Mr Straw revealed that in March there were 124,418 officers in England and Wales, compared with 127,158 in March 1997. Disclosing details of the Home Office's allocation of the Comprehensive Spending Review, Mr Straw said that £667m of the £1.3bn new money provided by the Treasury for the police would be spent on recruitment. The move is part of a fight back by the Government after criticism by opposition parties that it is soft on law and order. The latest crime figures show a sharp rise in the number of reported offences, with a record increase in violent crime.
Mr Straw said the extra funding will help increase the proportion of offenders brought to justice, allow the police to take more DNA samples, boost the number of scenes-of-crime officers and information technology systems.

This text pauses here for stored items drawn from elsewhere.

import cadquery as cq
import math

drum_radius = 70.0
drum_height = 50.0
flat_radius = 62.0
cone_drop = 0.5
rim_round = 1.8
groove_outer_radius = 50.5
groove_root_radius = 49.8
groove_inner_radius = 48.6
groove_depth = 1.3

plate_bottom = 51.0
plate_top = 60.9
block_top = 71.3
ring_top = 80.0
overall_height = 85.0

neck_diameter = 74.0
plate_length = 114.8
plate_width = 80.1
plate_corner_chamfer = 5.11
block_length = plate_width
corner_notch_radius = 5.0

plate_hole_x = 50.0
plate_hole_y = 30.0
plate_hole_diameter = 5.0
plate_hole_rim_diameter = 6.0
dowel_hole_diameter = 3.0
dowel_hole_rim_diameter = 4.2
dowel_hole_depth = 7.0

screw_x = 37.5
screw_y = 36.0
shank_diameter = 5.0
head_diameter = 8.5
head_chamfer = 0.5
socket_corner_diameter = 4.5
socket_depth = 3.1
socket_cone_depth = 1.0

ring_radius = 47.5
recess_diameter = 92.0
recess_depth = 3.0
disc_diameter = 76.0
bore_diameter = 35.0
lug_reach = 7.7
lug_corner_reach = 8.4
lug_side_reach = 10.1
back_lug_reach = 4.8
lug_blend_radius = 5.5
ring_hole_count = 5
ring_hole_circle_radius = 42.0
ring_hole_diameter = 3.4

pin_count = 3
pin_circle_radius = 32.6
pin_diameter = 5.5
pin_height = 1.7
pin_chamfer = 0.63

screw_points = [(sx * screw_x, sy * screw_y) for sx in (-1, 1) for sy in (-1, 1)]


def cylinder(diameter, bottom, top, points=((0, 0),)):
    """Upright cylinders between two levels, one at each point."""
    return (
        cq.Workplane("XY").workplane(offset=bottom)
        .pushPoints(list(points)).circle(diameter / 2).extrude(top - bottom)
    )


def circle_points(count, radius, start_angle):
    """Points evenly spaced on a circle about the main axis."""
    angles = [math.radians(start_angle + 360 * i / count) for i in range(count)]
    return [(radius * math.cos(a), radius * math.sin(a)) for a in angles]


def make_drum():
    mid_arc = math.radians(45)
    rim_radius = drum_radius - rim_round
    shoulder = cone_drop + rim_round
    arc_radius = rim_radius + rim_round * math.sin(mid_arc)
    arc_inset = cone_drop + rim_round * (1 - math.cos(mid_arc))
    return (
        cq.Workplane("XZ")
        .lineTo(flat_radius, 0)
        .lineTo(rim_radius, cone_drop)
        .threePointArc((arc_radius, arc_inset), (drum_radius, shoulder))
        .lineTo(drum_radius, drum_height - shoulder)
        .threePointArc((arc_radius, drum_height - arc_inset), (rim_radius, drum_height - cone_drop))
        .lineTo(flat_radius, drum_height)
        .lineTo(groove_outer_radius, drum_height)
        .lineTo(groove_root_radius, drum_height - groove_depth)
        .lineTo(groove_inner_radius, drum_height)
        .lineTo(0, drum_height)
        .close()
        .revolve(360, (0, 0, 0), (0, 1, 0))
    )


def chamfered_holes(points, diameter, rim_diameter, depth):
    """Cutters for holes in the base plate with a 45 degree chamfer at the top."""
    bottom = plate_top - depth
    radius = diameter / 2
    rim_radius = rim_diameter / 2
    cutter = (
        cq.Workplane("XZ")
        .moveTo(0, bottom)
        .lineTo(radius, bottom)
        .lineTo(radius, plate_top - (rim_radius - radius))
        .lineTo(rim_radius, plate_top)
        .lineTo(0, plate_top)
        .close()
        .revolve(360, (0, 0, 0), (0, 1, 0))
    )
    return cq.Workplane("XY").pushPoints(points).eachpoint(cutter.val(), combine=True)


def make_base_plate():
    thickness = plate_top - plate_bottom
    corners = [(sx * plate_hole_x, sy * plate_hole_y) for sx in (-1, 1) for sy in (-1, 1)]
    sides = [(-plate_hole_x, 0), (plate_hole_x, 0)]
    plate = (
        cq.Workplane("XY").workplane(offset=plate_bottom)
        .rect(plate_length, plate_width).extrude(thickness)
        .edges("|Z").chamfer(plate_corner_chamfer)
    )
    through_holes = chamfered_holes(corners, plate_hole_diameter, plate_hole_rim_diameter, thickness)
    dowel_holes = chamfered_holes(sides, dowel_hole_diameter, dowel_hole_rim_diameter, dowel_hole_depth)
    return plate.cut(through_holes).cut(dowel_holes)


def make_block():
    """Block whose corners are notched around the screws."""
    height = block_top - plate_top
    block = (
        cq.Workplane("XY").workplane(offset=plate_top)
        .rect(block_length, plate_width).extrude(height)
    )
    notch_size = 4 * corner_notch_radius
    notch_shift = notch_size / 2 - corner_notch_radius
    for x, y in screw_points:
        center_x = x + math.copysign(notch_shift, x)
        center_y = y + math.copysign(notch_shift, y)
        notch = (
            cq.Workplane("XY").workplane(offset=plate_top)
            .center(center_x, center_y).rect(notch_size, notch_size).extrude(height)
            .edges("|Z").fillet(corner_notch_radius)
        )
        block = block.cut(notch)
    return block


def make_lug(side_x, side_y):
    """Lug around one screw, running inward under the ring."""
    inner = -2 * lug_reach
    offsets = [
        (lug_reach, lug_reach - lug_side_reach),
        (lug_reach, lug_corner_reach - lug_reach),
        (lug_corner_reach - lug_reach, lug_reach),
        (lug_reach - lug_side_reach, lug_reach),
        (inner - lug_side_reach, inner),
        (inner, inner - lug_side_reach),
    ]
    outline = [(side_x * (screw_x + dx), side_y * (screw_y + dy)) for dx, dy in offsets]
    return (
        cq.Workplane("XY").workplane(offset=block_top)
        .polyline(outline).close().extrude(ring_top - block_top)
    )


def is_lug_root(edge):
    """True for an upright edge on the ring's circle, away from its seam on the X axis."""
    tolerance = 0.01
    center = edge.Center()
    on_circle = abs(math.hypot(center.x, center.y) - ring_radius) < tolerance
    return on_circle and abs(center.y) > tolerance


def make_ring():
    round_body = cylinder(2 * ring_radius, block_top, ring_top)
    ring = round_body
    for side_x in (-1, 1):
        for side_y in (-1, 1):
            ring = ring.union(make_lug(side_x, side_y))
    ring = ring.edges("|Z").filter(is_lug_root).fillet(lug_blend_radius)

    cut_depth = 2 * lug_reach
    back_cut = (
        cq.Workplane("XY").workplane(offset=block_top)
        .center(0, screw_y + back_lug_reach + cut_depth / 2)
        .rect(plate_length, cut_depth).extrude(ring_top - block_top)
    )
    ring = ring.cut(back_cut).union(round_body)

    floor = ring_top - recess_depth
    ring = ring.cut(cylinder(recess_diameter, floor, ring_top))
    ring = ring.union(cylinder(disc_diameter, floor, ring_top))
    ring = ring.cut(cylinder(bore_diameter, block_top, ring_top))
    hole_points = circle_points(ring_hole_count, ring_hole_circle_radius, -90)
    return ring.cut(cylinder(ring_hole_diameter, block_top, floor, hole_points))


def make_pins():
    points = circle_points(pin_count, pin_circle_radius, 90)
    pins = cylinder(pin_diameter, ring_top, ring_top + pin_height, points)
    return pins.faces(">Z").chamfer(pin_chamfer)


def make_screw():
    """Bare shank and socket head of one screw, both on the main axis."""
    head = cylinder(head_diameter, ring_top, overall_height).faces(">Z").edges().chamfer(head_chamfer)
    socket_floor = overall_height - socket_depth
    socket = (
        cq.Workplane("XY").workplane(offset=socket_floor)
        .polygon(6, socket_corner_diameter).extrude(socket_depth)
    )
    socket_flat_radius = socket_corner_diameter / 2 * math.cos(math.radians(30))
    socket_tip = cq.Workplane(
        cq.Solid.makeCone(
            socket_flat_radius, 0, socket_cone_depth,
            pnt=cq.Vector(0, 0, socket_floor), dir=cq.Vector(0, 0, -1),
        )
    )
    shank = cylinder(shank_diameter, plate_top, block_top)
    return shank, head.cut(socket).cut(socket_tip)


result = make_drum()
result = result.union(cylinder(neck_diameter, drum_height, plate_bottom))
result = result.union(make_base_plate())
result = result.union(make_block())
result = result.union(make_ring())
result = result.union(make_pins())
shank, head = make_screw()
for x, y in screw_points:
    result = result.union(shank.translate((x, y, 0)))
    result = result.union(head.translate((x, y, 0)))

The Home Secretary announced a £300m-a-year investment in programmes to tackle vehicle crime, domestic burglary, robbery and violent crime more generally, as well as drug offences. The new settlement will also provide funding for a national confiscation agency to deprive organised criminals of their assets.
Mr Straw acknowledged that the cost of pensions - now estimated to take 14.5 per cent of total budgets compared with 7.2 per cent 10 years ago - had created pressures on police finances. But he stressed: "The major investment I have outlined today will ensure that the police are better funded and better equipped than they have ever been before."
It was also announced that a new building programme for the Prison Service will provide 2,660 additional places.